Successful embryo transfer requires manipulation of oestrus and ovulation of the donor and synchronization of these events with those of the recipients. A brief review of the physiological and endocrinological aspects of the oestrous cycle will contribute to more effective use of gonadotrophins (FSH-P or PMSG) for superovulation, and the use of prostaglandin F2 alpha or its analogues for oestrus synchronization.
The oestrous cycle of the female buffalo is approximately 21 days in length, ranging from 17 to 24 days. The duration of oestrus ranges from 19 to 21 hours (Jainudeen, 1986). Overt signs of oestrus are less obvious than in cattle (see Oestrus detection and insemination). Considerable variation exists according to breed, nutritional status, climate, season, stress and geographical location.
The oestrous cycle is divided into four phases based on physiological and endocrinological events: oestrus (day 0), metoestrus (day 1–4), di-oestrus (day 5–18) and pro-oestrus (day 19 to oestrus). This may be simplified by dividing the cycle into the follicular stage representing the time of greatest follicle growth and includes behavioural oestrus and ovulation, and the luteal phase, characterized by maximum growth and maintenance of the corpus luteum (CL) and production of progesterone. A major role of progesterone during the cycle is to induce and maintain growth of the glandular epithelium of the endometrium for production of the histotroph for potential nourishment of the conceptus. Progesterone also inhibits development and ovulation of large follicles (Figure 1). High levels of progesterone produced by the CL serve as a negative feedback inhibiting the hypothalamic pituitary axis from producing gonadotrophins necessary for the stimulation of follicular growth.

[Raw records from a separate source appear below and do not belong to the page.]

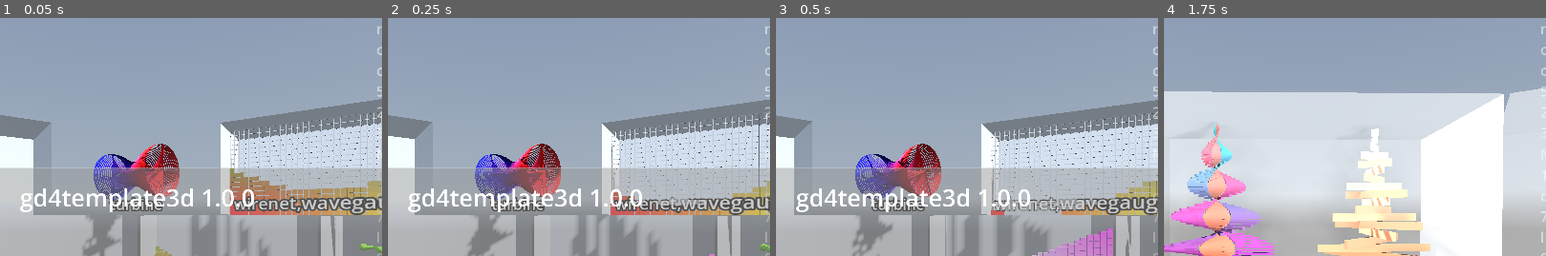
Above: before the commit, frames 1-4 (left to right).
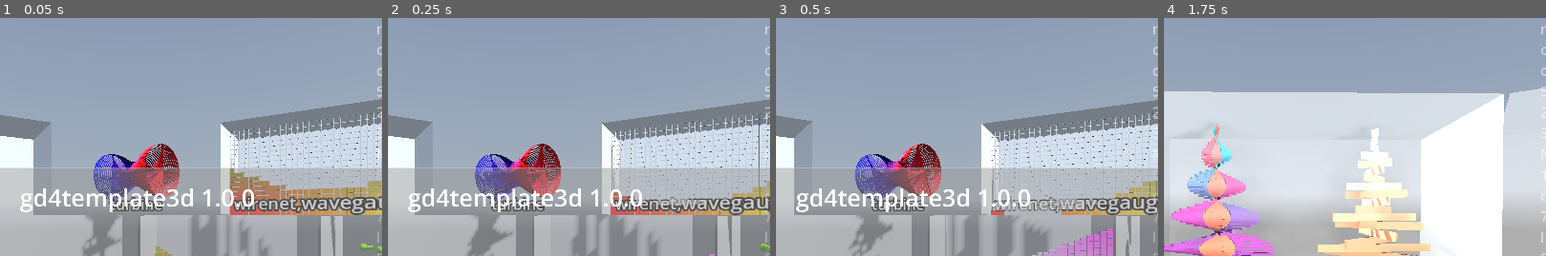
Above: after the commit, the same moments.

Repository: kasworld/gd4template3d
Game: Godot game, scene res://main.tscn
Same seed, same stepped clock (60 frames per second), same inputs: the game is played once before the commit and once after it. A sky picture missing from this copy of the repository is replaced by a grey-blue gradient.
Inputs (mouse positions are % of the whole screen's width and height, from its top left):
- Up to frame 1 (0.05 s): no input
- Up to frame 2 (0.25 s): no input
- Up to frame 3 (0.5 s): no input
- Up to frame 4 (1.75 s): tap Enter at 0.5 s; move the mouse to (72, 45) at 0.52 s; hold Right 0.53-1.28 s; tap Q at 0.6 s; click (72, 45) at 0.67 s; move the mouse to (30, 55) at 1.27 s; hold Down from 1.28 s (still down); tap E at 1.35 s
The pictures show only the part of the screen within x 32-82%, y 9-59%; the shares and areas given below are measured in that part.

The runs differ from the first frame. In frame 1, less than 0.1% of the frame differs, in the area x 28-47%, y 58-73%; in frame 2, 0.1%, in the area x 26-43%, y 56-85%; in frame 3, 0.1%; in frame 4, nothing differs.

Commit message:
update MultiMeshShape Turbine

Diff:
--- a/main.gd
+++ b/main.gd
@@ -229,7 +229,7 @@
 		make_meshtrail(glasscabinet, randi_range(0,4), mesh, 100, bound_aabb.get_center())
 func make_meshtrail(glasscabinet :GlassCabinet, mt_type:int, mesh :Mesh, count :int, pos :Vector3 ) -> void:
 	var mt = preload("res://mesh_trail/mesh_trail.tscn").instantiate(
-		).init_with_alpha(mesh, count,  1.0 , pos,
+		).init_with_alpha(mesh, count,  1.0 ,true, pos,
 		).set_speed(trailmesh_radius*20,trailmesh_radius*40)
 	glasscabinet.add_child(mt)
 	meshtrail_list.append(mt)
--- a/multi_mesh_shape/multi_mesh_shape.gd
+++ b/multi_mesh_shape/multi_mesh_shape.gd
@@ -72,7 +72,35 @@
 	multimesh.instance_count = count
 	multimesh.visible_instance_count = count
 
-func _init_transform(pos :Vector3 = Vector3.ZERO) -> void:
+
+func init_with_material(
+		mesh :Mesh, mat :Material, count :int,
+		callinit_transform :bool = true,
+		pos :Vector3 = Vector3.ZERO ) -> MultiMeshShape:
+	_init_multimesh(mesh, mat)
+	# Then resize (otherwise, changing the format is not allowed).
+	_set_count(count)
+	if callinit_transform:
+		init_position_all(pos)
+	return self
+
+func init_with_alpha(
+		mesh :Mesh, count :int,
+		alpha :float = 1.0,
+		callinit_transform :bool = true,
+		pos :Vector3 = Vector3.ZERO) -> MultiMeshShape:
+	if alpha == 1.0:
+		_init_multimesh(mesh, make_color_material( Color.WHITE ))
+	else:
+		_init_multimesh(mesh, make_color_material( Color(Color.WHITE,alpha) ))
+	multimesh.use_colors = true # before set instance_count
+	# Then resize (otherwise, changing the format is not allowed).
+	_set_count(count)
+	if callinit_transform:
+		init_position_all(pos)
+	return self
+
+func init_position_all(pos :Vector3 = Vector3.ZERO) -> void:
 	if pos == Vector3.ZERO:
 		for i in multimesh.visible_instance_count:
 			multimesh.set_instance_transform(i,Transform3D())
@@ -81,29 +109,10 @@
 			var t = Transform3D(Basis(), pos)
 			multimesh.set_instance_transform(i,t)
 
-func init_with_material(
-		mesh :Mesh, mat :Material, count :int,
-		pos :Vector3 = Vector3.ZERO ) -> MultiMeshShape:
-	_init_multimesh(mesh, mat)
-	# Then resize (otherwise, changing the format is not allowed).
-	_set_count(count)
-	_init_transform(pos)
-	return self
-
-func init_with_alpha(
-		mesh :Mesh, count :int,
-		alpha :float = 1.0,
-		pos :Vector3 = Vector3.ZERO) -> MultiMeshShape:
-	_init_multimesh(mesh, make_color_material( Color(Color.WHITE,alpha) ))
-	multimesh.use_colors = true # before set instance_count
-	# Then resize (otherwise, changing the format is not allowed).
-	_set_count(count)
-	_init_transform(pos)
-	return self
-
 func set_position_all(pos :Vector3) -> MultiMeshShape:
 	for i in multimesh.visible_instance_count:
-		var t = Transform3D(Basis(), pos)
+		var t := multimesh.get_instance_transform(i)
+		t.origin = pos
 		multimesh.set_instance_transform(i,t)
 	return self
 
--- a/turbine/turbine.gd
+++ b/turbine/turbine.gd
@@ -2,42 +2,73 @@
 class_name Turbine
 
 func init(count :int, radius :float, ring_width :float, arm_count :int, co1 :Color, co2 :Color) -> Turbine:
-	var blades :MultiMeshShape = preload("res://multi_mesh_shape/multi_mesh_shape.tscn").instantiate()
-	var rings_out:= make_rings(count,radius,ring_width, false)
-	var rings_in:= make_rings(count,radius,ring_width, true)
+	make_rings($RingsOut, count, radius, ring_width, false)
+	make_rings($RingsIn, count, radius, ring_width, true)
 	var blade_mesh := BoxMesh.new()
 	blade_mesh.size = Vector3(radius, ring_width/10, ring_width )
-	blades.init_with_alpha(blade_mesh, count*arm_count)
-	add_child(blades)
+	$Blades.init_with_alpha(blade_mesh, count*arm_count)
+
+	set_transform_all(scale_cos)
+	set_color_all(co1,co2)
+	return self
+
+func scale_cos(rate :float) -> float:
+	return (cos(rate*PI*2)+3)/4
+
+func set_transform_all(scale_fn:Callable) -> Turbine:
+	var count :int = $RingsOut.multimesh.visible_instance_count
+	var arm_count :int = $Blades.multimesh.visible_instance_count / count
+	var mesh_size :Vector3 = $Blades.multimesh.mesh.size
+	var ring_width := mesh_size.z
+	var radius := mesh_size.x
 	for i in count:
 		var rate := float(i)/float(count-1)
-		var r_scale := (cos(rate*PI*2)+3)/4
+		var r_scale :float = scale_fn.call(rate)
 		var scaled_size := Vector3(r_scale,r_scale,1)
-		var co := co1.lerp(co2, rate)
 		var ring_pos := Vector3(0,0,-count*ring_width/2 + i*ring_width)
-		rings_out.set_inst_scale(i, scaled_size)
-		rings_out.set_inst_position(i,ring_pos)
-		rings_out.set_inst_rotation(i, Vector3.RIGHT, PI/2)
-		rings_out.set_inst_color(i,co)
-		rings_in.set_inst_scale(i, scaled_size)
-		rings_in.set_inst_position(i,ring_pos)
-		rings_in.set_inst_rotation(i, Vector3.RIGHT, PI/2)
-		rings_in.set_inst_color(i,co)
+
+		var t = Transform3D(Basis(), ring_pos)
+		t = t.scaled_local(scaled_size)
+		t = t.rotated_local(Vector3.RIGHT, PI/2)
+		$RingsOut.multimesh.set_instance_transform(i, t)
+		$RingsIn.multimesh.set_instance_transform(i, t)
 
 		var cell각도 := 2.0*PI / arm_count
 		var base_int := i*arm_count
 		var blade_rot_rad := rate * PI
+		var blade_radius := radius*r_scale/2
 		for j in arm_count:
 			var rad := cell각도 *j + blade_rot_rad
-			blades.set_inst_rotation(base_int+j, Vector3.BACK, rad)
-			blades.set_inst_rotation(base_int+j, Vector3.LEFT, PI/10)
-			blades.set_inst_position(base_int+j, Vector3(cos(rad) *radius*r_scale/2,sin(rad) *radius*r_scale/2, ring_pos.z) )
-			blades.set_inst_color(base_int+j, co)
-			blades.set_inst_scale(base_int+j, scaled_size)
+			t = Transform3D(Basis(), Vector3(cos(rad) *blade_radius,sin(rad) *blade_radius, ring_pos.z))
+			t = t.scaled_local(scaled_size)
+			t = t.rotated_local(Vector3.BACK, rad)
+			t = t.rotated_local(Vector3.LEFT, PI/10)
+			$Blades.multimesh.set_instance_transform(base_int+j, t)
 	return self
 
-func make_rings(count :int, radius :float, ring_width :float, flip_faces :bool) -> MultiMeshShape:
-	var rings :MultiMeshShape = preload("res://multi_mesh_shape/multi_mesh_shape.tscn").instantiate()
+func set_color_all(co1 :Color, co2 :Color) -> Turbine:
+	var count :int = $RingsOut.multimesh.visible_instance_count
+	var arm_count :int = $Blades.multimesh.visible_instance_count / count
+	for i in count:
+		var rate := float(i)/float(count-1)
+		var co := co1.lerp(co2, rate)
+		$RingsOut.multimesh.set_instance_color(i,co)
+		$RingsIn.multimesh.set_instance_color(i,co)
+		var base_int := i*arm_count
+		for j in arm_count:
+			$Blades.multimesh.set_instance_color(base_int+j, co)
+	return self
+
+func set_inst_color(i:int, co :Color) -> void:
+	var count :int = $RingsOut.multimesh.visible_instance_count
+	var arm_count :int = $Blades.multimesh.visible_instance_count / count
+	$RingsOut.multimesh.set_instance_color(i,co)
+	$RingsIn.multimesh.set_instance_color(i,co)
+	var base_int := i*arm_count
+	for j in arm_count:
+		$Blades.multimesh.set_instance_color(base_int+j, co)
+
+func make_rings(rings :MultiMeshShape, count :int, radius :float, ring_width :float, flip_faces :bool) -> MultiMeshShape:
 	var ring_mesh := CylinderMesh.new()
 	ring_mesh.cap_bottom = false
 	ring_mesh.cap_top = false
@@ -46,5 +77,4 @@
 	ring_mesh.height = ring_width
 	ring_mesh.flip_faces = flip_faces
 	rings.init_with_alpha(ring_mesh, count,0.9)
-	add_child(rings)
 	return rings
--- a/turbine/turbine.tscn
+++ b/turbine/turbine.tscn
@@ -1,6 +1,25 @@
-[gd_scene load_steps=2 format=3 uid="uid://dkx5y3mqpfeh8"]
+[gd_scene load_steps=6 format=3 uid="uid://dkx5y3mqpfeh8"]
 
 [ext_resource type="Script" uid="uid://cks7j0itum0fw" path="res://turbine/turbine.gd" id="1_4ihrl"]
+[ext_resource type="PackedScene" uid="uid://cfnbpemvoy1i6" path="res://multi_mesh_shape/multi_mesh_shape.tscn" id="2_te6su"]
+
+[sub_resource type="MultiMesh" id="MultiMesh_myt8e"]
+resource_local_to_scene = true
+
+[sub_resource type="MultiMesh" id="MultiMesh_b2hnm"]
+resource_local_to_scene = true
+
+[sub_resource type="MultiMesh" id="MultiMesh_qolen"]
+resource_local_to_scene = true
 
 [node name="Turbine" type="Node3D"]
 script = ExtResource("1_4ihrl")
+
+[node name="RingsOut" parent="." instance=ExtResource("2_te6su")]
+multimesh = SubResource("MultiMesh_myt8e")
+
+[node name="RingsIn" parent="." instance=ExtResource("2_te6su")]
+multimesh = SubResource("MultiMesh_b2hnm")
+
+[node name="Blades" parent="." instance=ExtResource("2_te6su")]
+multimesh = SubResource("MultiMesh_qolen")

At the time of ovulation, which occurs approximately 30–35 hours after the beginning of behavioural oestrus, the cells of the follicle have already undergone luteinization and are actively secreting progesterone. This newly formed CL is bloody (corpus haemorrhagicum) and soft in consistency and plasma levels of progesterone resulting from this newly formed CL rise from 0.5 ng/ml on day 1–2 to a peak of 2.4 ng/ml by day 8 (Jainudeen, 1986). Progesterone production continues until luteal regression on or about day 18 (Figure 1).
Two approaches can be used to manipulate the oestrous cycle hormonally. One involves the use of exogenous PGF2 alpha to regress the CL whereby the buffalo's own natural luteolysin is mimicked. A dose of 25 mg of Lutalyse will prematurely regress the CL (after day 5) and bring the buffalo into oestrus in approximately three days. This approach is used to synchronize the oestrous cycles of the donors and the recipients. A second method is to maintain elevated plasma progesterone levels beyond day 18, preventing the animal from returning to oestrus. This can be mimicked with a progestational implant such as Synchromate B (Ceva Laboratories, Inc., Overland Park, Kansas) which serves as an artificial CL, releasing a progesterone-like steroid (norgestomet). When the implant is removed the endocrine profile follows that of a naturally regressing CL that leads to follicular growth and ovulation. It is important to note that the progestational implant does not maintain the existing CL.
Follicles continue to grow throughout the oestrous cycle including during the luteal phase. In Figure 1 (upper panel) this is represented by the series of continuous lines that rise (growth) from the horizontal axis only to fall back (atresia) in the same direction. The average number of primordial follicles for both ovaries is approximately 12 000 (range 1 300 to 40 000) in buffaloes, which is much smaller than in cattle where an average of 50 000 (range 7 000 to 100 000) has been reported (Danell, 1987). Thus there is an adequate reservoir to sustain a continual loss through atresia. Although several follicles do grow to a large size, only one ovulates during a 21-day cycle (Figure 1). The gonadotrophins LH and FSH are necessary for follicular growth and eventual ovulation. Note in Figure 1 the low levels of LH that are seen during the luteal phase of the oestrous cycle at a time of high plasma levels of progesterone. Progesterone inhibits the hypothalamus from producing the gonadotrophin releasing hormone responsible for release of LH and FSH from the anterior pituitary gland.
FIGURE 1
Schematic representation of the oestrous cycle
A schematic representation of the oestrous cycle showing a continual flux of follicular growth and atresia (upper panel). One follicle ovulates approximately one day after the beginning of oestrus forming a corpus luteum that produces progesterone. Note that LH levels and follicular growth are highest when progesterone levels are lowest (lower panel). Superovulation rescues those follicles normally destined for atresia.
Pituitary FSH or PMSG are used to superovulate embryo donors. The exogenous gonadotrophins rescue a number of follicles which otherwise would have undergone atresia. Specific superovulatory treatment regimens are presented in Donor treatment.